I can't convey everything that I have learned with contract law because of time constraints and encountering the deficiencies for some who claim they waste time (very poor wording from anyone). I appreciate your patience with the discussion and your eagerness to actually learn something new. That's a plus for you in observation. Maintainability is a balance between what's what right and what one does and/or doesn't want to do. I usually observe here to see what perceptions are viewed... back to that instead of pointing out referenced material as best I can within the time allotted.

files contains MD automatically generated by inkscape

Everyone likes attribution for their work even the programs that assist. Important part of FOSS. I'm still 50/50 on removing the "created in" applications but if "Save as optimized" does it who am I to argue. ;) SVG is designed to describe artwork instead of just presenting it as a finished product. e.g. "show your work". Parsing the metadata is key for some distribution methods e.g. automation via programmatic means (AI for the most advanced) instead of human interaction with (some) guess work.

(as in qupzilla-artwork repo)

Nice "side step" to avoid the issue... very diplomatic, clever, and probably the best to keep the hairs in place. 😸

Anyhow... it's nice to see new feature artwork come to fruition. Look forward to it in a release :)

andr222 commented 6 years ago

Everyone likes attribution for their work even the programs that assist. Important part of FOSS. I'm still 50/50 on removing the "created in" applications but if "Save as optimized" does it who am I to argue. ;) SVG is designed to describe artwork instead of just presenting it as a finished product. e.g. "show your work". Parsing the metadata is key for some distribution methods e.g. automation via programmatic means (AI for the most advanced) instead of human interaction with (some) guess work.
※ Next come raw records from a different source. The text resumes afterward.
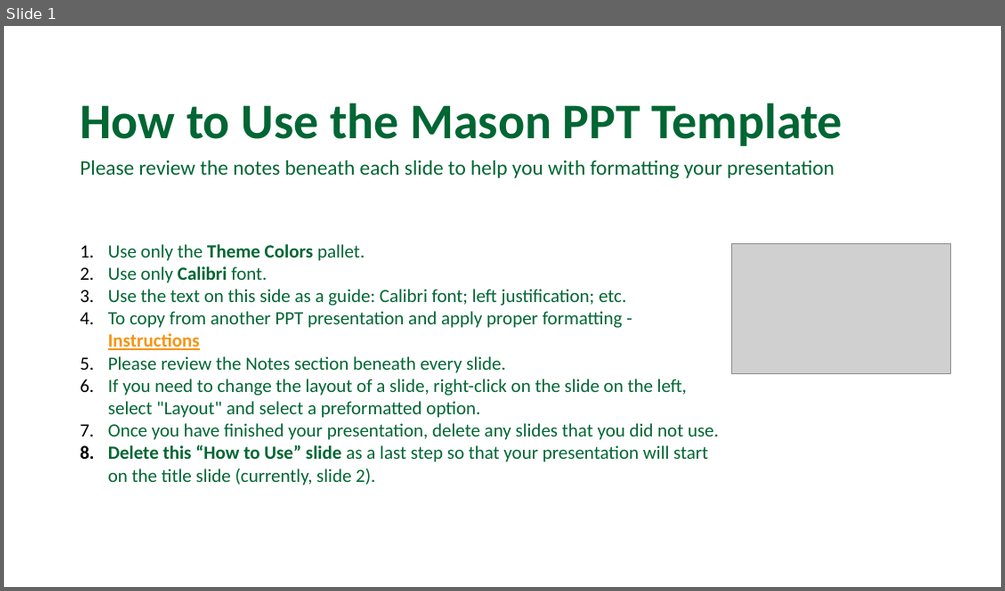
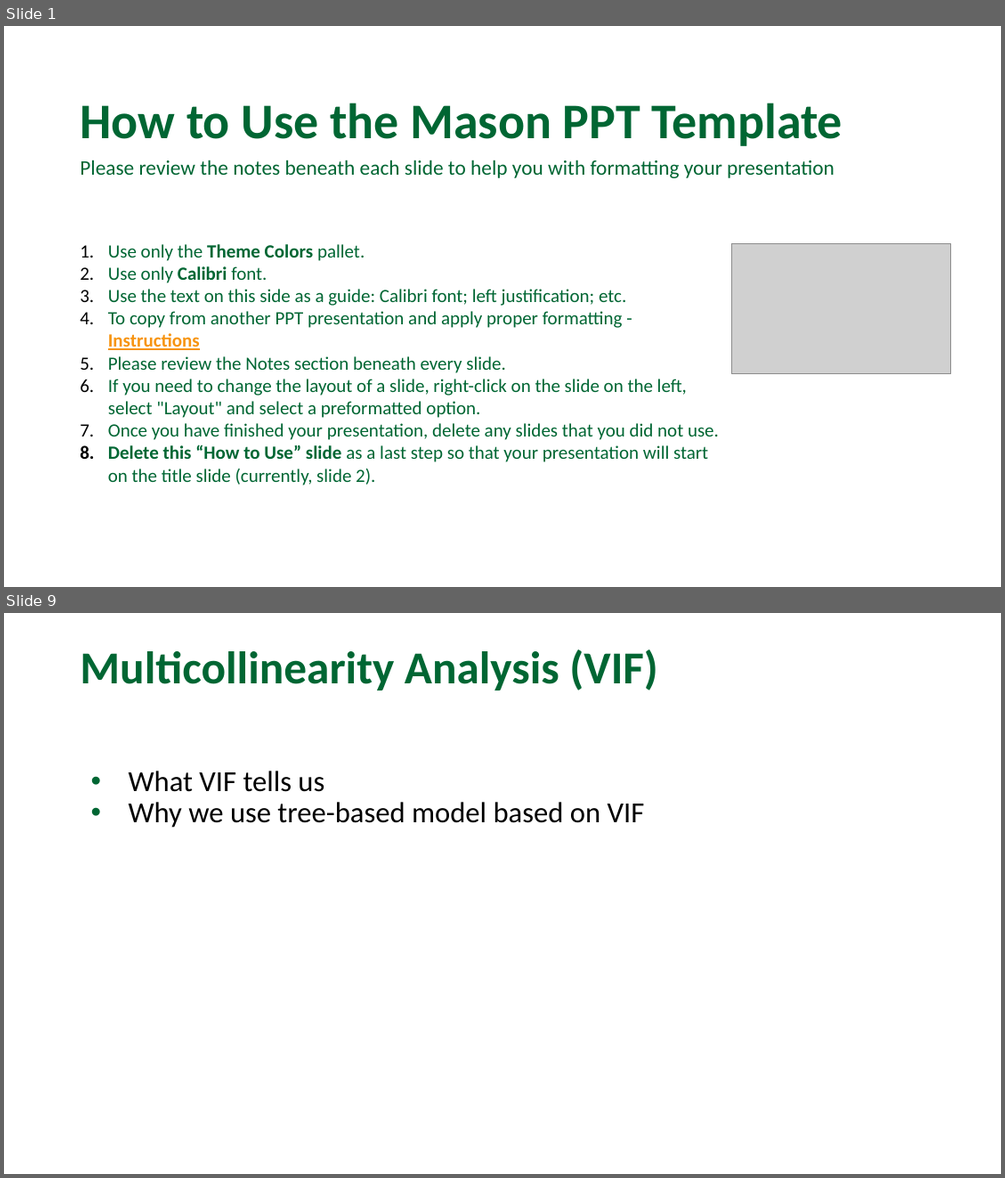
Before and after one commit to annguyenhuynh/AIT736-Team3, a slide deck: slides/AIT736_Final_Project_AnHuynh.pptx. Shown one above the other, each under a label of ours: slide 1 before the commit, slides 1 and 9 after it; the slides between them are not shown. The pictures are 1005x591 and 1005x1178 pixels, drawn with LibreOffice and Linux fonts; fonts in the diff are those of the drawing; grey boxes stand for pictures; background and template pictures are left out. Boxes give left, top, right and bottom in pixels: in the first picture for what was removed or moved away, otherwise in the second. Text is boxed around its words. In the diff, an @@ line names an element or a change of style, - is before the commit and + after.

```diff
--- a/slides/AIT736_Final_Project_AnHuynh.pptx
+++ b/slides/AIT736_Final_Project_AnHuynh.pptx
@@ slide 9 added at <box>4,613,1001,1174</box>, background picture (left out) @@
@@ title added at <box>80,649,657,690</box>, 44 pt, text #006633, bold @@
+Multicollinearity Analysis (VIF)
@@ text added at <box>129,771,645,827</box>, 28 pt, text #000000 @@
+• What VIF tells us
+• Why we use tree-based model based on VIF
```
Also in this commit, not shown: 1 slide changed, 13 other slides added, 7 slides removed.
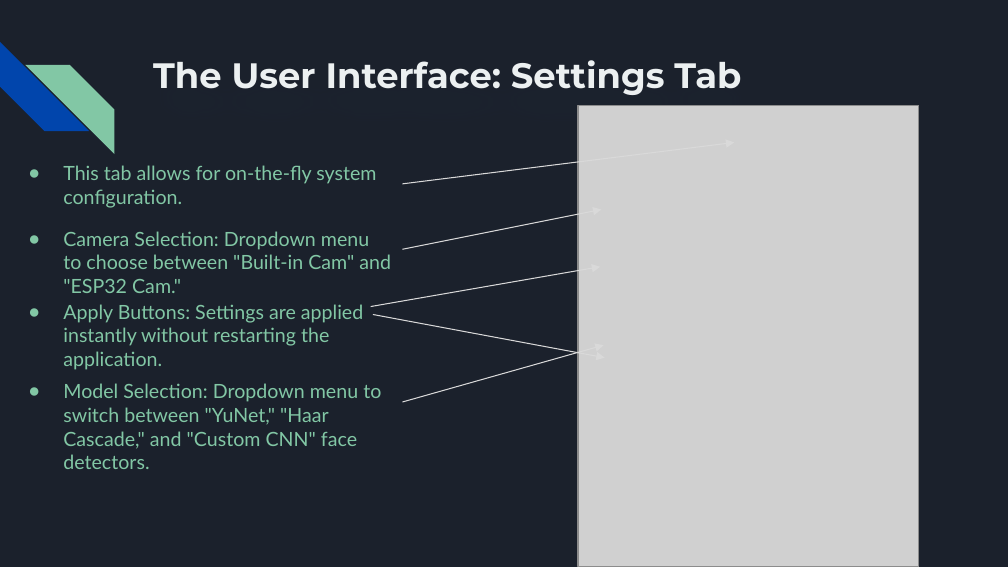
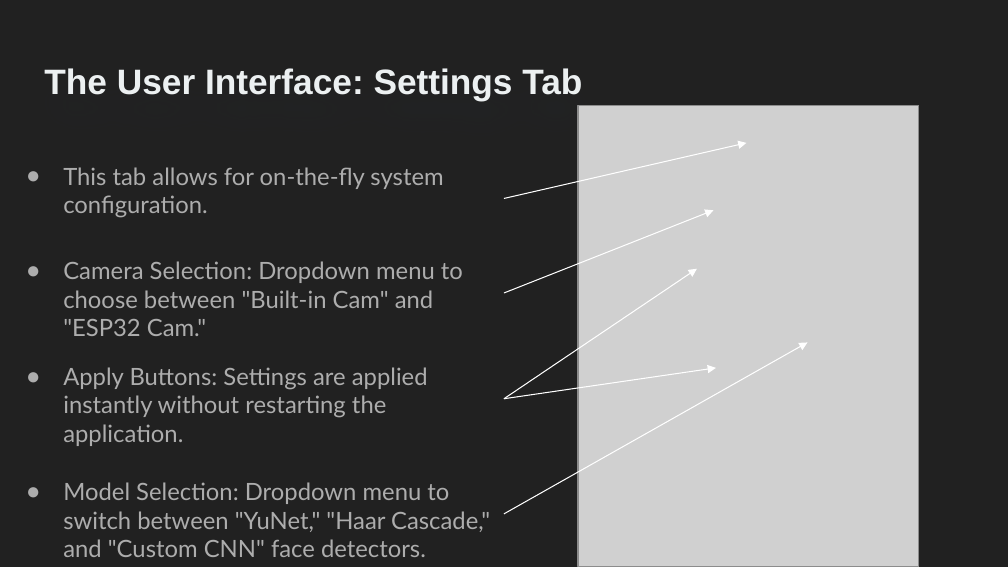
Before and after one commit to AhmedKamal75/Graduation_Project, a slide deck: slide 18 of Real-Time Face Recognition System with Custom-Trained Deep Learning Models.pptx (slide 12 before the commit). Drawn at 1008x567 pixels with LibreOffice and Linux fonts; fonts in the diff are those of the drawing; grey boxes stand for pictures. Boxes give left, top, right and bottom in pixels: in the first picture for what was removed or moved away, otherwise in the second. Text is boxed around its words. In the diff, an @@ line names an element or a change of style, - is before the commit and + after.

```diff
--- a/Real-Time Face Recognition System with Custom-Trained Deep Learning Models.pptx
+++ b/Real-Time Face Recognition System with Custom-Trained Deep Learning Models.pptx
@@ background #1B212C to #212121 @@
@@ diag stripe removed at (0, 42, 89, 131) @@
@@ title "The User Interface: Settings Tab": place and size @@
-title "The User Interface: Settings Tab" at (153, 60, 741, 95)
+title "The User Interface: Settings Tab" at (44, 68, 582, 100)
@@ title "The User Interface: Settings Tab" at (44, 68, 582, 100): font Montserrat to Arial @@
@@ diag stripe removed at (25, 65, 114, 153) @@
@@ arrow moved from (402, 183) - (734, 142) to (504, 199) - (747, 143) @@
@@ arrow (504, 199) - (747, 143): stroke #D9D9D9 0.75 pt to #FFFFFF 0.75 pt @@
@@ arrow removed from (402, 249) to (602, 210) @@
@@ arrow added from (504, 293) to (714, 211), #FFFFFF 0.75 pt @@
@@ text "Camera Selection: Dropdown menu to ...": place and size @@
-text "Camera Selection: Dropdown menu to ..." at (63, 231, 391, 293)
+text "Camera Selection: Dropdown menu to ..." at (63, 261, 463, 336)
@@ arrow removed from (371, 306) to (600, 267) @@
@@ arrow added from (504, 399) to (697, 269), #FFFFFF 0.75 pt @@
@@ arrow removed from (373, 314) to (605, 358) @@
@@ text "Apply Buttons: Settings are applied ...": place and size @@
-text "Apply Buttons: Settings are applied ..." at (63, 304, 363, 370)
+text "Apply Buttons: Settings are applied ..." at (63, 367, 428, 446)
@@ arrow added from (504, 514) to (807, 343), #FFFFFF 0.75 pt @@
@@ arrow moved from (402, 402) - (604, 345) to (504, 399) - (716, 368) @@
@@ arrow (504, 399) - (716, 368): stroke #D9D9D9 0.75 pt to #FFFFFF 0.75 pt @@
@@ size 14 to 17 pt, text colour #82C7A5 to #ADADAD; indent changed; bullet colour #82C7A5 to #ADADAD in 4 elements at (63, 167, 443, 218), (63, 261, 463, 336), (63, 367, 428, 446), (63, 482, 490, 557) @@
@@ text "Model Selection: Dropdown menu to ...": place and size @@
-text "Model Selection: Dropdown menu to ..." at (63, 383, 381, 449)
+text "Model Selection: Dropdown menu to ..." at (63, 482, 490, 557)
```
Also in this commit, not shown: 10 other slides changed, 11 slides added, 6 slides removed, 5 other files.

The essence of image files is the appearance, not the algorithm of the code inside. Image files can be under whatever license the creator wishes. There is no requirement (under foss) that the license is referenced in every file, although putting reference to the license in every file is one way of avoiding ambiguity.

If an image or whatever other item with another license is distibuted as part of a collective work with a GPL license, the included item assumes the gpl license. The included license must be GPL compatible. In this case, CC is GPL compatible. So the image file when distributed separately will be licensed CC, in the collective work will be GPL Except for the initial licensing, nothing special need be done.